After Trump on Friday announced he had tested positive for the coronavirus, Giménez told the Miami Herald that he stood “eight feet away” from the president. He wore a mask during the exchange, but the president did not, the Herald reported.
“He’s been a bit careful, but I think he’s trying to strike a balance. I think the fact he has kept Miami-Dade safe from violence and looting for the most part is going to be very helpful to him,” Diaz said.

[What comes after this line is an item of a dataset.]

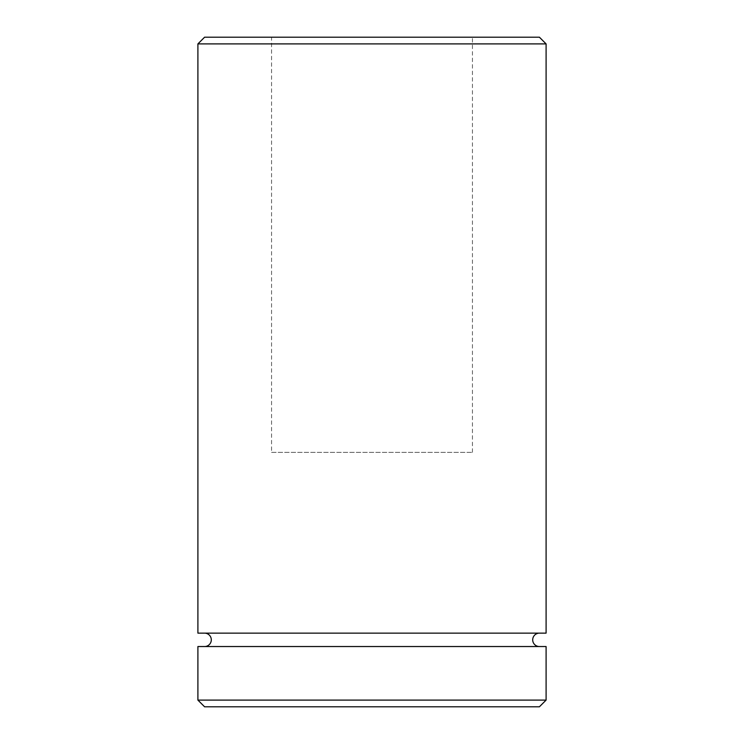 <?xml version="1.0" encoding="UTF-8"?>
<svg xmlns="http://www.w3.org/2000/svg" width="744" height="744" viewBox="0 0 744 744"><rect width="100%" height="100%" fill="white"/><g stroke="black" fill="none" stroke-linecap="round" stroke-linejoin="round"><path stroke-width="0.56" stroke-dasharray="3.72 2.79" d="M204.6 646.536L539.4 646.536L204.6 646.536M539.4 633.144L204.6 633.144L539.4 633.144M271.56 452.352L472.44 452.352L271.56 452.352L271.56 37.2L472.44 37.2L271.56 37.2M472.44 452.352L472.44 37.2M539.4 37.2L204.6 37.2M204.6 706.8L539.4 706.8M197.904 646.536L546.096 646.536M546.096 700.104L197.904 700.104M197.904 633.144L546.096 633.144M197.904 43.896L546.096 43.896"/><path stroke-width="1.12" d="M204.6 633.144A6.696 6.696 0 0 1 211.296 639.84A6.696 6.696 0 0 1 204.6 646.536M539.4 633.144A6.696 6.696 0 0 0 532.704 639.84A6.696 6.696 0 0 0 539.4 646.536M197.904 43.896L204.6 37.2L539.4 37.2L546.096 43.896L197.904 43.896L197.904 633.144L546.096 633.144L546.096 43.896M539.4 706.8L204.6 706.8L197.904 700.104L546.096 700.104L539.4 706.8M546.096 700.104L546.096 646.536L197.904 646.536L197.904 700.104"/></g></svg>

And while Covid-19 positivity has fallen to below 5 percent, Miami-Dade continues to report a significant number of new infections. The county reported 2,548 new coronavirus cases over the past week, 15 percent of all cases statewide. With the prevalence of new cases, pandemic-protection measures are popular, giving Giménez local political cover. But conservatives in the county have placed a premium on reopening.
“Opening the economy is critical for rehabilitation in both health and economics,” said Miami attorney Lorenzo Palomares-Starbuck, who was a Spanish-language Trump campaign surrogate in 2016. “I believe in social change and masks are useful and should be used as security cover and discretion. However, not mandates by an executive order.”
Palomares-Starbuck stopped short of criticizing Giménez. But he didn’t respond to a follow-up question about the mayor’s political balancing act.